Edo Liberty, founder of Pinecone, warns that AI startups should not assume they can spend billions of dollars on training AI models recklessly, as there are instances of excessive spending, like an intern who spent half a million dollars on AI model testing by accident. Link.
Liberty suggests that AI startups can improve cost-efficiency by storing their company's data in a vector database that models can access when needed, instead of constantly retraining models with large amounts of data.
AI-generated fakes are a concern, and there's difficulty in distinguishing between AI-suggested grammar changes and fully AI-generated text.
Open source AI models like Meta's Llama 2 raise concerns about security and privacy for large enterprises, according to Aidan Gomez, CEO of Cohere, a closed model provider.
Gomez and Liberty dismiss claims that top AI models like GPT-4 have struggled recently, explaining that models can improve in certain areas while declining in others, and users might be asking more challenging questions, giving the impression of reduced performance.

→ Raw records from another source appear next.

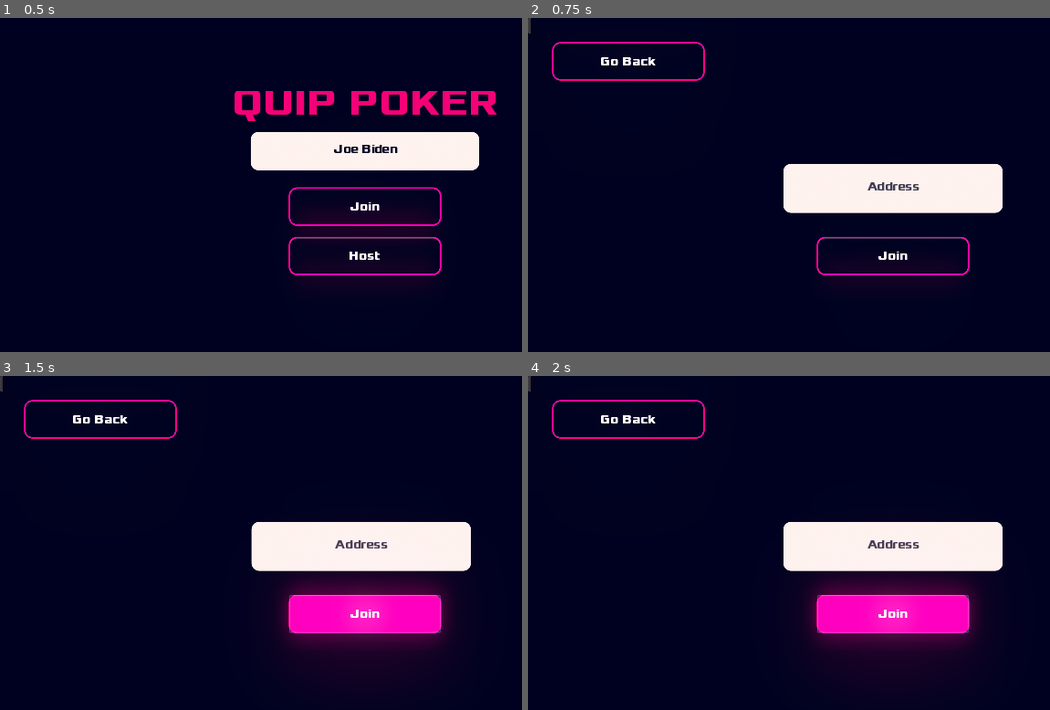
Above: before the commit, frames 1-4 (two rows, left to right).
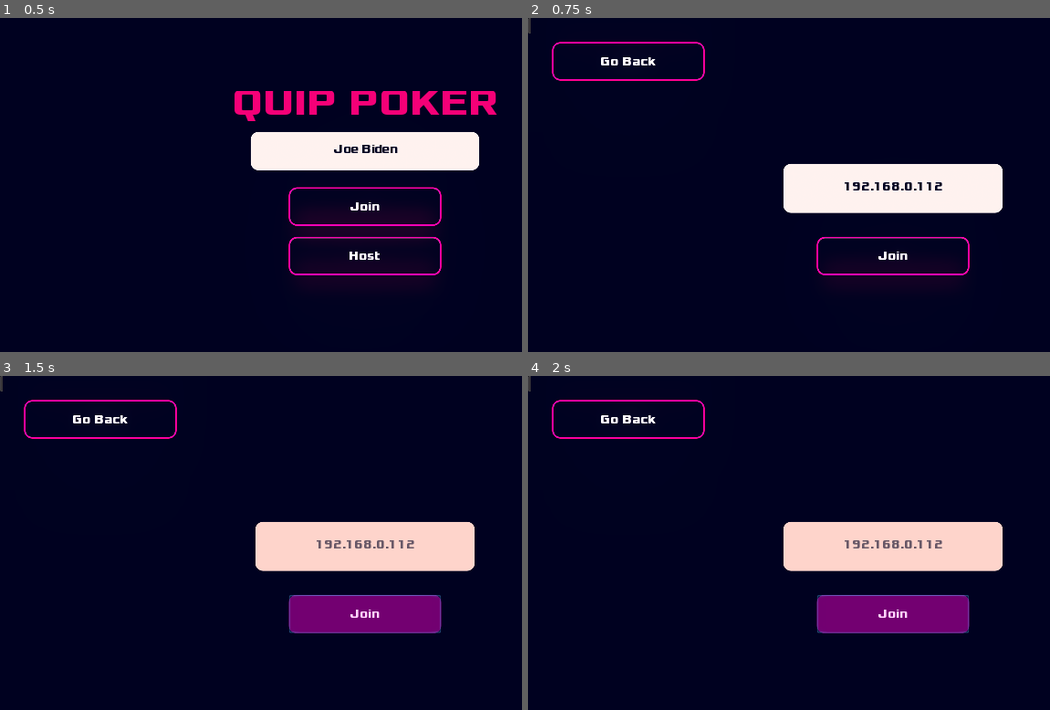
Above: after the commit, the same moments.

Repository: McLovin3/QuipPoker
Game: Godot game, scene res://Scenes/MainMenu.tscn
Two runs of this game, one before a commit and one after it. Both use one fixed random seed, a clock stepped at 60 frames per second and the inputs below.
Inputs:
- Up to frame 1 (0.5 s): no input
- Up to frame 2 (0.75 s): click "Join" at 0.5 s
- Up to frame 3 (1.5 s): click "Join" at 1.25 s
- Up to frame 4 (2 s): no input

Frame 1 is identical in both runs. In frame 2, 0.3% of the frame differs, in the area x 60-80%, y 49-52%; in frame 3, 14%, in the area x 48-91%, y 43-85%; in frame 4, 14%.

Commit message:
Kinda works more

Diff:
--- a/Scenes/Scripts/JoinMenu.gd
+++ b/Scenes/Scripts/JoinMenu.gd
@@ -6,6 +6,7 @@
 
 
 func _ready():
+	_ip_input.text = "192.168.0.112"
 	get_tree().connect("connection_failed", self, "_connection_failed")
 
 
--- a/Scenes/Scripts/PokerGame.gd
+++ b/Scenes/Scripts/PokerGame.gd
@@ -24,7 +24,7 @@
 # TODO No duplicate names
 # TODO Max 8 players
 
-enum Plays { CHECK, FOLD, RAISE, BET, CALL, ALL_IN }
+enum Plays { CHECK, FOLD, RAISE, BET, CALL, ALL_IN, BUSTED }
 
 var _last_puppet_bet_amount: int = 0
 var _last_bet_amount: int = 0
@@ -44,7 +44,6 @@
 
 # Host Functions
 
-
 func _start_game():
 	_players = GameManager.player_id_list
 	_table_cards.append_array(
@@ -53,10 +52,11 @@
 			GameManager.get_next_card(),
 		]
 	)
+	_initialise_players()
+	var next_player_id = _get_first_player_id()
 	rpc("_set_table_cards", _table_cards)
 	rpc("_set_player_names", _get_player_names())
-	_initialise_players()
-	rpc_id(1, "_set_turn", 0, 0)
+	rpc_id(next_player_id, "_set_turn", 0, 0)
 
 
 func _initialise_players() -> void:
@@ -64,12 +64,15 @@
 		GameManager.player_info.get(id)["action_count"] = 0
 		var player_cards = [GameManager.get_next_card(), GameManager.get_next_card()]
 		if GameManager.player_info.get(id)[CHIPS] > ROUND_FEE_AMOUNT:
+			GameManager.player_info.get(id)[ACTION] = -1
 			GameManager.player_info.get(id)[CHIPS] -= ROUND_FEE_AMOUNT
 			_pot += ROUND_FEE_AMOUNT
-		else:
+		elif GameManager.player_info.get(id)[CHIPS] > 0:
 			_pot += GameManager.player_info.get(id)[CHIPS]
 			GameManager.player_info.get(id)[CHIPS] = 0
 			GameManager.player_info.get(id)[ACTION] = Plays.ALL_IN
+		else:
+			GameManager.player_info.get(id)[ACTION] = Plays.BUSTED
 
 		rpc("_set_pot_amount", _pot)
 		rpc_id(id, "_set_chip_count", GameManager.player_info.get(id)[CHIPS])
@@ -97,7 +100,7 @@
 			names.append(GameManager.player_info.get(id).get(NAME) + " (folded)")
 		elif GameManager.player_info.get(id).get(ACTION) == Plays.ALL_IN:
 			names.append(GameManager.player_info.get(id).get(NAME) + " (all in)")
-		elif GameManager.player_info.get(id).get(CHIPS) <= 0:
+		elif GameManager.player_info.get(id).get(ACTION) == Plays.BUSTED:
 			names.append(GameManager.player_info.get(id).get(NAME) + " (busted)")
 		else:
 			names.append(GameManager.player_info.get(id).get(NAME))
@@ -117,20 +120,14 @@
 	var count: int = 0
 
 	for id in GameManager.player_id_list:
-		if not (
-			_get_player_info(id).get(ACTION) in [Plays.FOLD]
-			or _get_player_info(id).get(CHIPS) <= 0 and _get_player_info(id).get(ACTION) != Plays.ALL_IN
-		):
+		if not _get_player_info(id).get(ACTION) in [Plays.FOLD, Plays.ALL_IN, Plays.BUSTED]:
 			count += 1
 
 	return count == 1
 
 func _get_first_player_id() -> int:
 	for id in GameManager.player_id_list:
-		if not (
-			_get_player_info(id).get(ACTION) in [Plays.FOLD, Plays.ALL_IN]
-			or _get_player_info(id).get(CHIPS) <= 0
-		):
+		if not _get_player_info(id).get(ACTION) in [Plays.FOLD, Plays.ALL_IN, Plays.BUSTED]:
 			_current_player = GameManager.player_id_list.find(id)
 			return id
 	return -1
@@ -139,22 +136,12 @@
 	for id in GameManager.player_id_list.slice(
 		_current_player + 1, GameManager.player_id_list.size()
 	):
-		if (
-			_get_player_info(id).get(ACTION) in [Plays.FOLD, Plays.ALL_IN]
-			or _get_player_info(id).get(CHIPS) <= 0
-		):
-			pass
-		else:
+		if not _get_player_info(id).get(ACTION) in [Plays.FOLD, Plays.ALL_IN, Plays.BUSTED]:
 			_current_player = GameManager.player_id_list.find(id)
 			return _players[_current_player]
 
 	for id in GameManager.player_id_list.slice(0, _current_player):
-		if (
-			_get_player_info(id).get(ACTION) in [Plays.FOLD, Plays.ALL_IN]
-			or _get_player_info(id).get(CHIPS) <= 0
-		):
-			pass
-		else:
+		if not _get_player_info(id).get(ACTION) in [Plays.FOLD, Plays.ALL_IN, Plays.BUSTED]:
 			_current_player = GameManager.player_id_list.find(id)
 			return _players[_current_player]
 
@@ -210,6 +197,8 @@
 
 	var next_player_id = _get_next_player_id()
 
+	print(GameManager.player_info)
+	print(_get_player_info(next_player_id))
 
 	if _is_everyone_all_in():
 		rpc("_disable_buttons")
@@ -238,9 +227,7 @@
 		GameManager.last_winner_id = next_player_id
 		GameManager.player_info.get(next_player_id)[CHIPS] += _pot
 		yield(get_tree().create_timer(10), "timeout")
-		GameManager.change_player_order_clockwise()
 		rpc("_change_scene_to_next_game")
-
 
 	elif (_get_player_info(next_player_id).get("action_count") == 2
 		or _everyone_folded_or_checked()
@@ -248,7 +235,7 @@
 		_turn_over()
 
 	else:
-		rpc("_set_currently_playing", _get_current_player_name())
+		rpc("_set_currently_playing", GameManager.player_info.get(next_player_id).get(NAME))
 		rpc_id(next_player_id, "_set_turn", _last_bet_amount,
 			GameManager.player_info.get(next_player_id).get("action_count"))
 
@@ -269,8 +256,7 @@
 		for player_id in GameManager.player_id_list:
 			GameManager.player_info.get(player_id)["action_count"] = 0
 
-			if (GameManager.player_info.get(player_id)[ACTION] != Plays.FOLD
-				and GameManager.player_info.get(player_id)[ACTION] != Plays.ALL_IN):
+			if not GameManager.player_info.get(player_id)[ACTION] in [Plays.FOLD, Plays.ALL_IN, Plays.BUSTED]:
 				GameManager.player_info.get(player_id)[ACTION] = -1
 
 		rpc("_set_player_names", _get_player_names())
@@ -279,17 +265,14 @@
 
 func _everyone_folded_or_checked():
 	for id in GameManager.player_id_list:
-		if not (
-			_get_player_info(id).get(ACTION) in [Plays.FOLD, Plays.CHECK]
-			or _get_player_info(id).get(CHIPS) <= 0
-		):
+		if not _get_player_info(id).get(ACTION) in [Plays.FOLD, Plays.CHECK, Plays.BUSTED]:
 			return false
 
 	return true
 
 func _is_everyone_all_in() -> bool:
 	for id in GameManager.player_id_list:
-		if _get_player_info(id).get(ACTION) != Plays.ALL_IN:
+		if not _get_player_info(id).get(ACTION) in [Plays.FOLD, Plays.BUSTED, Plays.ALL_IN]:
 			return false
 
 	return true
@@ -437,7 +420,7 @@
 	var player_hands: String = ""
 
 	for player in _players:
-		if GameManager.player_info.get(player).get(ACTION) != Plays.FOLD:
+		if not GameManager.player_info.get(player).get(ACTION) in [Plays.FOLD, Plays.BUSTED]:
 			player_hands += "&pc[]="
 			for card in GameManager.player_info[player]["cards"]:
 				player_hands += card + ","
@@ -502,7 +485,7 @@
 
 		GameManager.last_winner_id = winner_ids[randi()	% winner_ids.size()]
 
-		yield(get_tree().create_timer(10), "timeout")
+	yield(get_tree().create_timer(10), "timeout")
 
 	if _has_winner():
 		rpc("_display_text", GameManager.player_info.get(GameManager.last_winner_id).get(NAME) + " won!")
@@ -510,7 +493,6 @@
 		NetworkManager.close_server()
 
 	else:
-		GameManager.change_player_order_clockwise()
 		rpc("_change_scene_to_next_game")
 
 func _has_winner() -> bool:
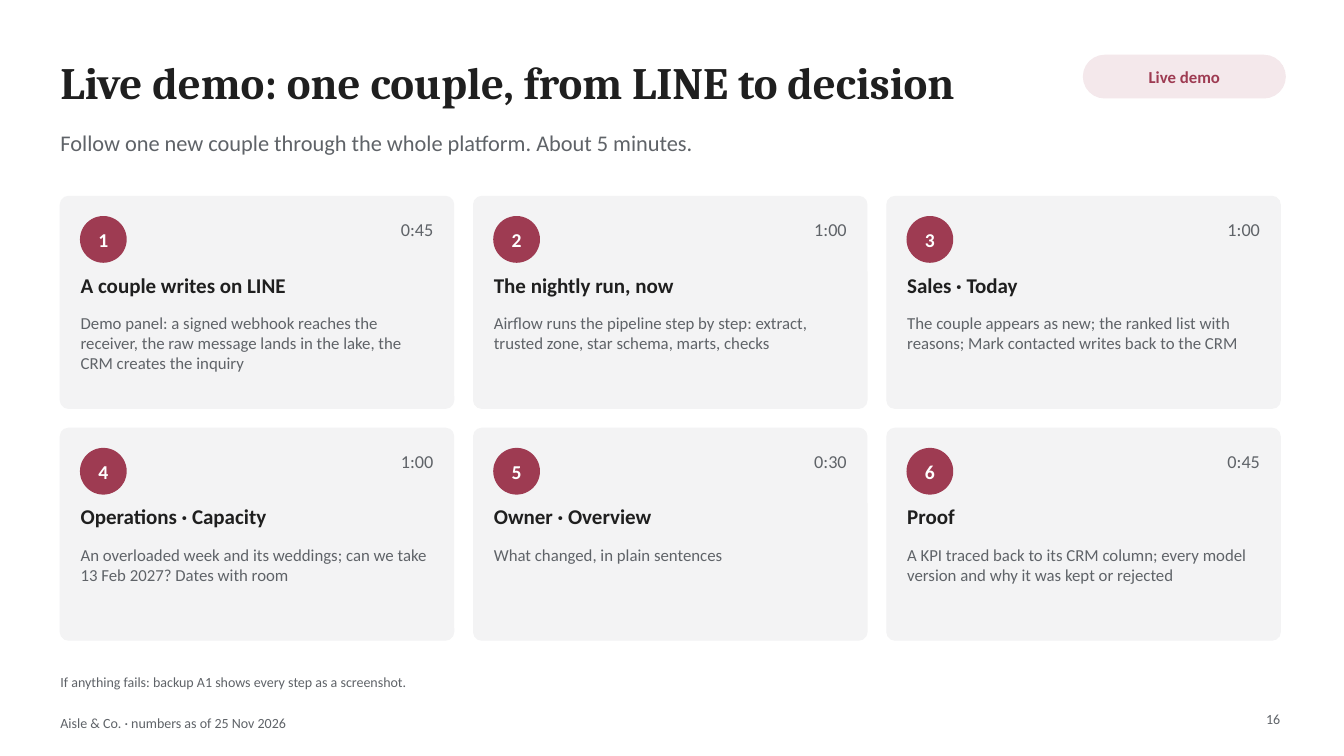
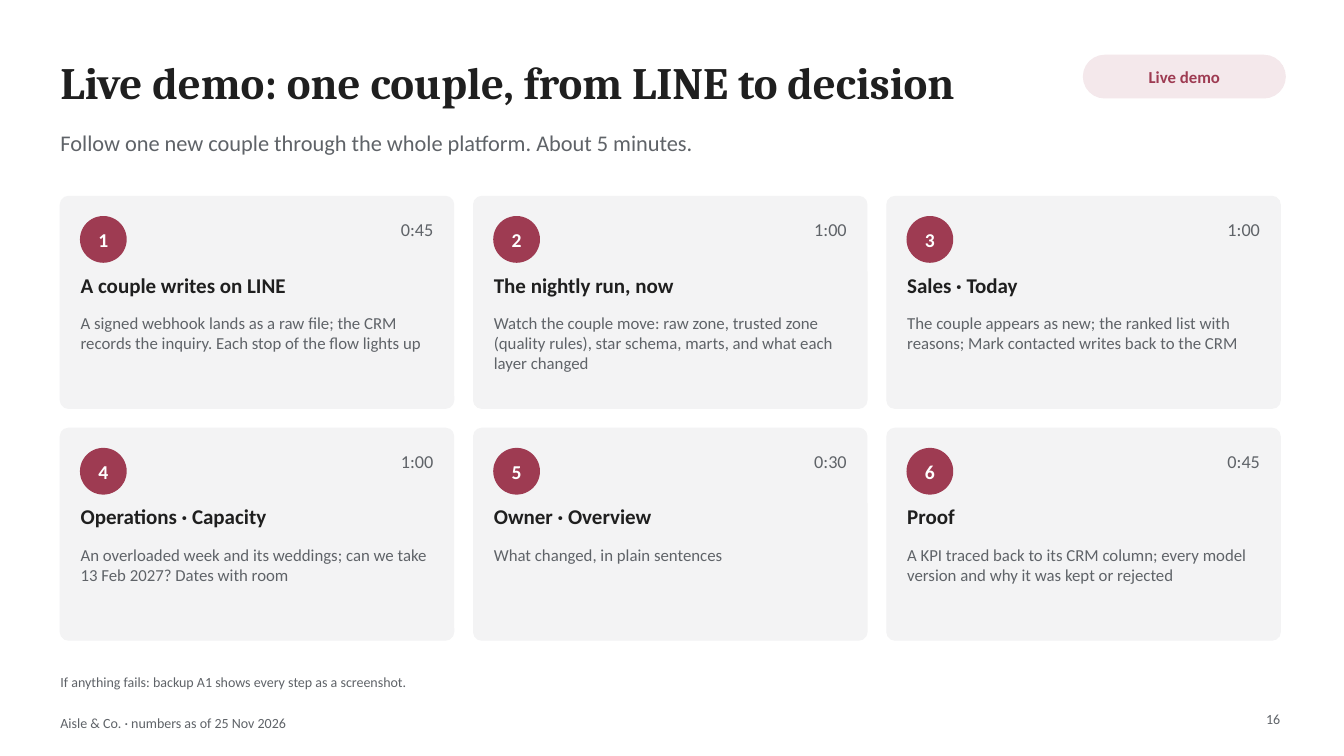
Before and after one commit to hhej/aisleco-analytics-platform, a slide deck: slide 16 of docs/v2/deliverables/AisleCo_Final_Presentation.pptx. Drawn at 1344x756 pixels with LibreOffice and Linux fonts; fonts in the diff are those of the drawing. Boxes give left, top, right and bottom in pixels: in the first picture for what was removed or moved away, otherwise in the second. Text is boxed around its words. In the diff, an @@ line names an element or a change of style, - is before the commit and + after.

```diff
--- a/docs/v2/deliverables/AisleCo_Final_Presentation.pptx
+++ b/docs/v2/deliverables/AisleCo_Final_Presentation.pptx
@@ text at bbox=[81, 317, 421, 352]: text changed @@
-Demo panel: a signed webhook reaches the receiver, the raw message lands in the lake, the CRM creates the inquiry
+A signed webhook lands as a raw file; the CRM records the inquiry. Each stop of the flow lights up
@@ text at bbox=[494, 317, 832, 372]: text changed @@
-Airflow runs the pipeline step by step: extract, trusted zone, star schema, marts, checks
+Watch the couple move: raw zone, trusted zone (quality rules), star schema, marts, and what each layer changed
```
Also in this commit, not shown: 1 other slide changed, 15 other files.

The shortage of graphics processing units (GPUs), needed for running AI software, is acknowledged as a challenge. Gomez recommends specialized cloud providers for GPU supply and suggests looking into other chip options like those from AMD or Google.
The caution is advised to avoid repeating the wild spending and unprofitability seen in the 2020-2021 tech bull market.
The New York Times has blocked OpenAI's web crawler, GPTBot, preventing OpenAI from using content from the publication to train its AI models. Link.
The NYT's robots.txt page shows that the block was put in place as early as August 17th.
This change follows the NYT's updated terms of service at the beginning of the month, which prohibit the use of its content to train AI models.
The NYT is reportedly considering legal action against OpenAI for potential intellectual property rights violations.
Other individuals and entities, including authors and a programmer-lawyer, have previously sued OpenAI over its data scraping practices and use of copyrighted material.
The New York Times spokesperson declined to comment, and OpenAI has not yet responded to requests for comment.